EPAs MOBILE5a emissions model shows that national NOx emissions would increase at least 5 percent in the following scenario: urban speed limits remain unchanged and rural speed limits increase to 65 mph except that those states with limits below 65 mph before 1974 would maintain those lower limits.
There are various reasons to believe this is a low estimate of the impact. New York state, for example, recently increased its rural speed limits to 65 mph, exceeding their pre-1974 maximum speed limit. Several states have already increased their speed limits to 70 and 75 mph. More states may follow suit; before 1974, most states had limits higher than 65 mph.
The 65 mph limit was modeled primarily because of the limitations of MOBILE5a, which is only capable of analyzing emissions at speeds up to 65 mph. In addition, actual average driving speeds may exceed 65 mph, as is discussed further below. State-by-state increases may be much higher. Under the above scenario, MOBILE5a shows NOx emissions may increase as much as 9 percent in portions of the I-95 corridor from Virginia to Maine.
* Increased NOx emissions may make it more difficult to meet attainment deadlines, and increase costs of compliance with NAAQS Even if NOx emissions were only to increase in rural areas, those emissions could hamper efforts of nonattainment areas to reach attainment because NOx emitted in an attainment region one day often migrates to a nonattainment region the next day.

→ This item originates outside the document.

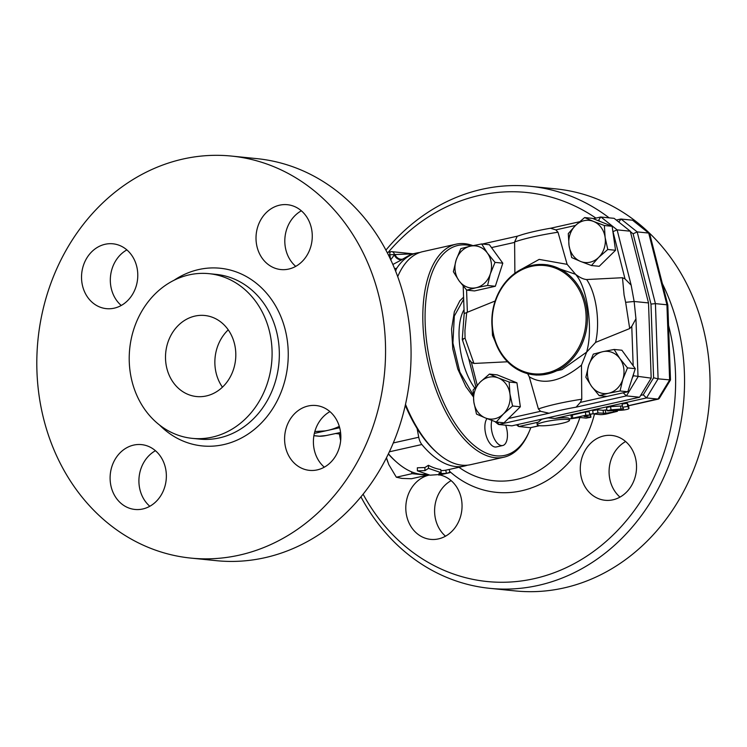 <?xml version="1.0" encoding="UTF-8"?>
<svg xmlns="http://www.w3.org/2000/svg" width="747" height="747" viewBox="0 0 747 747"><rect width="100%" height="100%" fill="white"/><g stroke="black" fill="none" stroke-linecap="round" stroke-linejoin="round"><path stroke-width="1.12" d="M228.237 329.847A40.73 35.1 -84.2 0 0 222.438 387.179M235.352 348.242A40.73 35.1 95.8 0 1 196.554 396.545A40.73 35.1 95.8 0 1 165.741 352.481A40.73 35.1 95.8 0 1 204.753 315.486A40.73 35.1 95.8 0 1 235.352 348.242M668.556 325.431A195.518 168.467 95.8 0 1 673.421 349.689A195.518 168.467 95.8 0 1 565.824 567.851A195.518 168.467 95.8 0 1 363.117 494.206M388.244 252.299A195.518 168.467 95.8 0 1 595.891 218.096M439.694 474.915A32.588 28.078 95.8 0 1 462.048 506.699A32.588 28.078 95.8 0 1 438.47 538.895A32.588 28.078 95.8 0 1 430.645 539.371A32.588 28.078 95.8 0 1 405.808 508.772A32.588 28.078 95.8 0 1 429.198 475.055M636.173 461.637A32.588 28.078 95.8 0 1 605.145 500.285A32.588 28.078 95.8 0 1 580.475 465.045A32.588 28.078 95.8 0 1 611.681 435.436A32.588 28.078 95.8 0 1 636.173 461.637M360.95 496.867A202.035 174.079 -84.2 0 0 489.836 588.347A202.035 174.079 -84.2 0 0 682.263 348.774A202.035 174.079 -84.2 0 0 662.356 283.589M609.113 217.825A202.035 174.079 -84.2 0 0 530.51 186.33A202.035 174.079 -84.2 0 0 385.919 250.133M339.371 433.923A202.035 174.079 -84.2 0 0 340.669 440.609M489.836 588.347L515.337 590.924A202.035 174.079 -84.2 0 0 707.773 351.361A202.035 174.079 -84.2 0 0 556.02 188.907L530.51 186.33M625.622 441.533A32.588 28.078 -84.2 0 0 609.449 476.997A32.588 28.078 -84.2 0 0 620.001 497.1M451.141 480.629A32.588 28.078 -84.2 0 0 445.511 536.197M491.862 420.44A15.482 7.554 77.4 0 0 491.526 429.618A15.482 7.554 77.4 0 0 502.731 445.52A15.482 7.554 77.4 0 0 505.691 425.202M502.731 445.52L496.344 446.949A15.482 7.554 -102.6 0 1 485.148 431.056A15.482 7.554 -102.6 0 1 486.969 418.581M530.809 427.676A107.54 52.467 -102.6 0 1 529.474 430.991A107.54 52.467 -102.6 0 1 434.875 379.42A107.54 52.467 -102.6 0 1 471.45 245.931M473.29 396.732L465.895 386.657L457.771 368.99L452.775 348.83L451.562 329.082L454.353 311.704L459.872 300.77L463.588 297.175M472.898 245.623A109.165 53.261 77.4 0 0 456.109 244.176A109.165 53.261 77.4 0 0 428.012 362.342A109.165 53.261 77.4 0 0 503.842 457.22A109.165 53.261 77.4 0 0 528.82 432.522L529.474 430.991M503.842 457.22L470.535 464.681A109.165 53.261 -102.6 0 1 437.415 452.999A109.165 53.261 -102.6 0 1 405.509 404.37M397.834 276.334L397.703 276.633A109.165 53.261 -102.6 0 1 397.834 276.334A109.165 53.261 -102.6 0 1 422.802 251.636L456.109 244.176M405.294 405.332A107.54 52.467 77.4 0 0 436.164 451.898L437.415 452.999M467.445 465.185A109.165 53.261 -102.6 0 1 464.429 466.053A109.165 53.261 -102.6 0 1 421.859 444.521A9.776 4.771 -102.6 0 1 418.74 437.247L417.106 428.498M314.814 431.542L324.954 430.907A63.542 54.755 -84.2 0 0 328.101 430.309A63.542 54.755 -84.2 0 0 339.297 426.36M329.931 411.616A32.588 28.078 -84.2 0 0 324.31 467.174M155.441 450.712A32.588 28.078 -84.2 0 0 149.82 506.27M126.859 249.9A32.588 28.078 -84.2 0 0 121.238 305.467M301.349 210.803A32.588 28.078 -84.2 0 0 285.177 246.267A32.588 28.078 -84.2 0 0 295.728 266.371M231.523 156.076L257.033 158.653A202.035 174.079 95.8 0 1 408.786 321.107A202.035 174.079 95.8 0 1 216.35 560.67L190.849 558.093A202.035 174.079 -84.2 0 0 383.276 318.521A202.035 174.079 -84.2 0 0 231.523 156.076A202.035 174.079 -84.2 0 0 37.994 339.558A202.035 174.079 -84.2 0 0 190.849 558.093M311.901 230.916A32.588 28.078 95.8 0 1 280.872 269.555A32.588 28.078 95.8 0 1 256.38 243.354A32.588 28.078 95.8 0 1 287.408 204.706A32.588 28.078 95.8 0 1 311.901 230.916M105.112 244.278A32.588 28.078 95.8 0 1 112.937 243.802A32.588 28.078 95.8 0 1 137.775 274.513A32.588 28.078 95.8 0 1 114.198 308.175A32.588 28.078 95.8 0 1 106.373 308.651A32.588 28.078 95.8 0 1 81.535 277.94A32.588 28.078 95.8 0 1 105.112 244.278M110.472 483.253A32.588 28.078 95.8 0 1 141.5 444.614A32.588 28.078 95.8 0 1 165.993 470.815A32.588 28.078 95.8 0 1 134.964 509.454A32.588 28.078 95.8 0 1 110.472 483.253M317.27 469.882A32.588 28.078 95.8 0 1 309.435 470.358A32.588 28.078 95.8 0 1 284.598 439.647A32.588 28.078 95.8 0 1 308.175 405.995A32.588 28.078 95.8 0 1 316 405.518A32.588 28.078 95.8 0 1 340.837 436.229A32.588 28.078 95.8 0 1 317.27 469.882M271.161 340.221A82.768 71.32 -84.2 0 0 208.992 273.663A82.768 71.32 -84.2 0 0 129.698 348.84A82.768 71.32 -84.2 0 0 192.324 438.368A82.768 71.32 -84.2 0 0 271.161 340.221M339.67 427.714L314.347 433.391M340.576 432.476L326.15 435.529A4.884 0.682 -8.1 0 1 319.52 436.211L313.899 435.641M449.89 472.646L438.788 475.101L442.261 474.326L430.039 475.185L417.396 470.843L424.978 470.629L428.498 468.36L441.141 472.692L438.9 473.626L446.417 473.393L449.806 472.319M424.978 470.629L424.866 467.538L417.34 467.781L417.396 470.843M440.861 470.573A109.165 53.261 77.4 0 0 445.744 470.199L449.218 469.424L449.89 472.608M445.744 470.199L446.417 473.393M424.866 467.538L428.442 465.297A109.165 53.261 77.4 0 0 440.721 469.508L441.141 472.692M428.442 465.297L428.498 468.36M388.337 453.999A107.54 52.467 77.4 0 0 395.359 461.039L396.61 462.141A109.165 53.261 -102.6 0 1 388.431 453.803M401.914 478.416L411.429 478.734L427.228 475.195L412.139 473.673L396.34 477.212L401.914 478.416M387.814 462.094L387.805 462.057A25.874 12.624 -102.6 0 1 387.805 462.057A25.874 12.624 -102.6 0 1 386.47 457.771L388.795 464.587L396.34 477.212M412.139 473.673L411.308 471.73M427.312 474.672L427.228 475.195M392.847 264.475L402.054 259.611A6.518 5.518 50.3 0 1 394.369 254.848L390.606 259.965M402.054 259.611A109.165 53.261 -102.6 0 1 402.633 259.144A6.518 5.537 51.6 0 1 394.976 254.353A115.682 56.436 77.4 0 0 394.369 254.848L394.285 254.288A3.259 2.811 -84.2 0 0 391.055 251.711A3.259 1.587 77.4 0 0 390.802 251.73A3.259 1.587 77.4 0 0 389.869 254.746L412.886 253.859M402.633 259.144L411.13 254.251L416.695 253.009A109.165 53.261 -102.6 0 1 419.795 252.505M395.705 271.357A9.776 4.771 -102.6 0 1 396.769 268.21A109.165 53.261 -102.6 0 1 416.695 253.009M426.117 474.373A109.165 53.261 -102.6 0 1 396.61 462.141M608.198 410.85L620.972 410.262A5.21 0.728 171.9 0 0 626.303 409.543A5.21 0.728 171.9 0 0 628.965 408.516A5.21 0.728 171.9 0 0 628.946 408.469L627.732 406.471L622.578 407.227L623.54 408.833L611.027 409.832L607.031 410.71L608.198 410.85M622.12 404.034L622.578 407.227L622.12 404.034L627.275 403.277L628.488 405.276A5.21 0.728 -8.1 0 1 628.507 405.322A5.21 0.728 -8.1 0 1 628.507 405.36L628.965 408.516M607.031 410.71L606.573 407.517L610.57 406.639L622.391 405.929M572.762 418.171L585.816 415.248L589.71 415.015L584.145 416.471L590.924 417.256L586.115 418.124L579.7 417.47L571.502 418.665L572.762 418.171L572.314 414.977L585.359 412.055L589.252 411.812L589.71 415.015M571.502 418.665L571.044 415.472L572.314 414.977M589.551 413.875L590.466 414.062L590.924 417.256M593.51 413.95L599.925 414.594A5.21 0.728 171.9 0 0 607.003 413.866L617.424 411.317L605.761 413.287L597.955 412.951L593.51 413.95M593.155 413.819L592.698 410.626L597.497 409.758L603.09 410.327L606.891 409.739M490.34 273.832L487.567 285.475L476.194 287.716A21.177 18.255 -84.2 0 0 490.34 273.832A21.177 18.255 -84.2 0 0 487.389 253.065L495.028 262.384L490.34 273.832M466.735 290.144L459.097 280.835A21.177 18.255 -84.2 0 0 476.194 287.716L466.735 290.144L474.504 290.928L495.336 286.26L487.567 285.475M453.364 271.712L456.137 260.068A21.177 18.255 -84.2 0 0 459.097 280.835L453.364 271.712M470.283 246.193L481.656 243.952L487.389 253.065A21.177 18.255 -84.2 0 0 470.283 246.193A21.177 18.255 -84.2 0 0 456.137 260.068L460.824 248.62L470.283 246.193M580.615 261.45L571.698 257.575L569.037 245.492A21.177 18.255 -84.2 0 0 580.615 261.45A21.177 18.255 -84.2 0 0 598.655 257.407L591.447 265.521L580.615 261.45M568.28 233.596L575.498 225.482A21.177 18.255 -84.2 0 0 569.037 245.492L568.28 233.596M584.621 217.564L593.538 221.439A21.177 18.255 -84.2 0 0 575.498 225.482L584.621 217.564L592.39 218.348L612.138 226.294L615.547 250.273L607.778 249.489L598.655 257.407A21.177 18.255 -84.2 0 0 605.117 237.406L607.778 249.489M604.37 225.51L605.117 237.406A21.177 18.255 -84.2 0 0 593.538 221.439L604.37 225.51L612.138 226.294M588.617 365.572L593.305 354.125L602.764 351.688A21.177 18.255 -84.2 0 0 588.617 365.572A21.177 18.255 -84.2 0 0 591.577 386.339L585.844 377.216L588.617 365.572M614.137 349.456L619.87 358.569A21.177 18.255 -84.2 0 0 602.764 351.688L614.137 349.456L621.906 350.24L635.277 368.673L627.816 391.764L606.984 396.433L599.215 395.649L591.577 386.339A21.177 18.255 -84.2 0 0 608.674 393.221L599.215 395.649M627.508 367.888L622.83 379.336A21.177 18.255 -84.2 0 0 619.87 358.569L627.508 367.888L635.277 368.673M620.047 390.98L608.674 393.221A21.177 18.255 -84.2 0 0 622.83 379.336L620.047 390.98L627.816 391.764M495.028 262.384L502.796 263.168L489.425 244.736L481.656 243.952M502.796 263.168L495.336 286.26M615.547 250.273L599.215 266.305L591.447 265.521M507.502 361.781L473.934 363.462L465.064 338.288L464.923 330.66L466.716 312.517L495.158 300.994M514.888 273.271L514.608 241.953L517.223 236.239L522.564 234.502C530.473 232.177 540.006 230.048 551.183 228.115L551.071 228.143M550.642 228.283L555.824 229.88L558.009 232.224L567.132 264.345L575.592 274.308C579.672 277.52 583.351 279.266 586.638 279.537L622.475 277.716L625.015 278.892L631.168 285.195L634.138 301.48L625.641 302.311L629.702 328.559L595.583 342.406L586.666 352.108L581.474 365.134L581.773 399.225L580.372 402.381L576.096 407.171A53.812 7.526 -8.1 0 0 549.054 413.231L540.585 411.298L538.4 408.945L529.278 376.833L527.634 373.668M497.642 422.176L498.735 424.501L511.9 425.837L639.581 397.227L651.188 378.141L648.508 302.927L634.138 301.48L635.949 318.801L631.766 326.355L629.702 328.559M498.352 377.963L509.174 382.025L509.93 393.921A21.177 18.255 -84.2 0 0 498.352 377.963A21.177 18.255 -84.2 0 0 480.302 381.997L489.425 374.079L498.352 377.963M512.591 406.004L503.469 413.922A21.177 18.255 -84.2 0 0 509.93 393.921L512.591 406.004L520.351 406.788L508.427 418.497L504.02 422.821L496.251 422.036L485.419 417.965A21.177 18.255 -84.2 0 0 503.469 413.922L496.251 422.036M473.841 402.007L473.094 390.111L480.302 381.997A21.177 18.255 -84.2 0 0 473.841 402.007A21.177 18.255 -84.2 0 0 485.419 417.965L476.502 414.09L473.841 402.007M509.174 382.025L516.943 382.819L497.194 374.873L489.425 374.079M516.943 382.819L520.351 406.788M473.934 363.462L471.394 362.286L468.92 359.195L462.253 339.474L464.186 313.619L466.716 312.517M648.508 302.927L630.272 231.196L614.127 218.339L600.691 217.022L598.618 220.29L600.065 221.439M585.508 309.286A54.419 46.893 95.8 0 1 522.555 371.063A54.419 46.893 95.8 0 1 509.398 278.668A54.419 46.893 95.8 0 1 585.508 309.286M586.834 309.146A55.399 47.733 -84.2 0 0 545.226 264.606A55.399 47.733 -84.2 0 0 500.051 290.088A55.399 47.733 -84.2 0 0 534.068 374.835A55.399 47.733 -84.2 0 0 586.834 309.146M545.226 264.606L547.822 264.868L575.582 274.308L576.525 275.522C587.329 288.631 592.903 327.746 587.151 350.156L586.656 352.108L561.875 369.653L536.663 375.097L534.068 374.835M465.064 338.288C462.178 339.026 461.534 339.53 463.149 339.782M491.834 320.547L492.488 335.347L498.389 349.101M625.641 302.311L624.081 295L622.475 277.716M595.583 342.406C600.345 322.078 596.237 293.244 586.638 279.537M630.272 231.196L617.115 229.871L631.168 285.195M651.188 378.141L633.531 375.76L632.373 377.646M639.581 397.227L626.416 395.891L576.096 407.171M623.175 392.81L626.416 395.891L638.022 376.815L635.949 318.801M612.895 231.663L617.115 229.871L600.962 217.004M567.132 264.345L539.175 259.396L518.203 271.03M529.278 376.833C543.695 385.415 561.09 381.512 581.474 365.134M473.178 394.892L459.891 372.165L452.915 343.032L454.316 316.065L463.663 299.192M464.046 310.089A9.776 7.349 27 0 1 463.915 309.865C453.999 327.391 459.863 368.476 475.111 388.515M569.513 420.281L569.279 418.684A16.294 2.278 -8.1 0 0 554.9 418.451L548.111 417.853A16.294 2.278 171.9 0 0 541.724 419.291L538.242 422.176A16.294 2.278 -8.1 0 0 537.018 423.278L537.252 424.875A16.294 2.278 -8.1 0 1 548.961 420.981A16.294 2.278 -8.1 0 1 567.253 419.469A16.294 2.278 -8.1 0 1 569.513 420.281A16.294 2.278 -8.1 0 1 547.215 425.566A16.294 2.278 -8.1 0 1 537.252 424.875M539.633 425.697L530.333 427.695L518.81 426.528L538.242 422.176M554.9 418.451L646.491 397.927L658.098 378.841L670.489 379.962L659.162 398.59L628.563 405.686M643.242 394.818L646.491 397.927L658.014 399.085L669.62 380.008L666.931 304.795L667.827 305.103L649.685 233.727L648.704 233.064L666.931 304.795L655.418 303.627L650.973 304.085L653.606 377.786L643.242 394.818L640.702 395.387M670.498 379.934L667.827 305.103M649.423 233.316L632.55 220.206L648.704 233.064L637.182 231.897L633.111 233.802L650.973 304.085M517.727 424.529L518.81 426.528M618.759 222.027L621.037 219.039L637.182 231.897L655.418 303.627L658.098 378.841L653.606 377.786M621.037 219.039L632.55 220.206M449.629 471.357A105.869 91.218 -84.2 0 0 594.481 414.043M579.924 417.489A94.58 81.498 95.8 0 1 458.966 467.277M389.383 451.804L421.859 444.521M418.74 437.247L393.305 442.943M159.475 424.959A89.285 76.932 -84.2 0 0 248.051 434.082A89.285 76.932 -84.2 0 0 287.24 340.044A89.285 76.932 -84.2 0 0 174.116 280.218M208.992 273.663L216.228 274.401A82.768 71.32 95.8 0 1 278.398 340.949A82.768 71.32 95.8 0 1 199.589 439.105M313.889 435.706L319.128 436.229A1.625 1.401 -84.2 0 0 319.52 436.211M396.769 268.21L394.631 268.687M388.449 255.063L389.869 254.746L390.522 259.34M628.488 405.276L628.946 408.469M627.275 403.277L627.732 406.471M620.589 406.181L621.046 409.375M610.57 406.639L611.027 409.832M585.359 412.055L585.816 415.248M590.102 413.931L590.56 417.125M613.399 410.607L613.53 411.55M605.303 410.094L605.761 413.287M603.09 410.327L603.548 413.521M597.497 409.758L597.955 412.951M467.37 312.33L466.567 289.967M491.489 247.593L514.627 242.402M555.824 229.88L575.517 225.463M613.035 231.775L625.015 278.892M631.766 326.355L633.176 365.769M606.919 396.433L580.372 402.381M540.585 411.298L508.427 418.497M477.221 385.2L471.394 362.286M630.384 231.635L633.111 233.802M514.608 241.953A60.311 8.441 -8.1 0 1 558.009 232.224M581.773 399.225A60.311 8.441 171.9 0 0 538.4 408.945M549.054 413.231L498.735 424.501M633.475 374.247L633.531 375.76M597.712 220.496L598.618 220.29M539.371 425.669L530.333 427.695M593.127 413.633L590.485 414.221M571.474 418.479L569.317 418.964M199.561 439.096L192.324 438.368M340.576 432.494L326.28 435.52L319.128 436.229M340.735 434.063L335.431 433.521M413.082 253.812L391.839 251.664A3.259 3.259 0 0 0 390.802 251.73L387.179 252.542M464.429 466.053L449.227 469.461M617.302 410.43L617.424 411.317M498.314 424.324L494.775 421.504M475.848 386.75L468.752 358.821M551.127 228.124L579.532 221.766M593.23 218.694L600.691 217.022M464.176 313.675L463.187 286.073M482.375 244.026L517.41 236.173M569.335 419.048L571.483 418.563M590.503 414.305L593.137 413.707M628.572 405.77L658.499 399.066M516.448 424.81L518.39 426.35M620.766 219.058L616.284 220.057"/></g></svg>

If states decide that these increases in mobile NOx sources are acceptable, they may face other costs to reduce ozone formation and meet or maintain National Ambient Air Quality Standards (NAAQS). For example, they may have to increase controls on industrial sources of NOx, including utility and industrial boilers. These controls will be more costly than maintaining current speed limits. Employers may also have to consider more stringent Traffic Control Measures to increase vehicle occupancy levels for work trips.
* Speed limit increases will raise CO emissions
Increased motor-vehicle speeds are likely to also increase CO emissions (Pechan, 1992). These emissions also result from the combustion process and will increase at speeds above 48 mph. Based upon similar reasoning, one could also expect increases in particulate matter (PM).
* Speed limit increases will raise CO2 (greenhouse gas) emissions
Vehicle fuel economy decreases as vehicle speeds increase, and markedly so above speeds of about 50 mph. The removal of current speed limits would significantly increase fuel use for the same amount of national vehicle travel, making Greenhouse Gas reduction targets more difficult to meet. EPA analysis indicates that carbon emissions would increase by 6-15 million metric tons of carbon equivalent (mmtCe) per year, or about 6-15% of the amount needed to return U.S. emissions to 1990 levels in the year 2000.
* Driver response is uncertain, but may contribute to progressively higher travel speeds (and therefore emissions) over time
One unanswered question is how drivers will respond to higher speed limits. Currently, a majority of drivers exceed the posted speed limit (FHWA, 1994). Average travel speed on urban interstates is about 59 mph, while on rural interstates it is about 61 mph. Prior to the setting of national speed limits in 1974, the average on rural interstates was 65 mph (for uncongested travel).
Generally, drivers prefer to maintain speeds similar to others traveling near them. It can be anticipated that the removal of legal restrictions against higher speeds (i.e., removal of the cost of being cited for speeding) will result in an average increase in speeds.
Increases in average speeds has been a consistent trend over the last 20 years. This has been fueled partly by better and safer road designs and by the design of safer automobiles. It is far more likely that an automobile driver will survive an accident today than 20 years ago. Therefore, the risks associated with higher speeds are not as great as they once were, and hence, all else equal, we can expect average speeds to exceed levels that existed prior to 1974.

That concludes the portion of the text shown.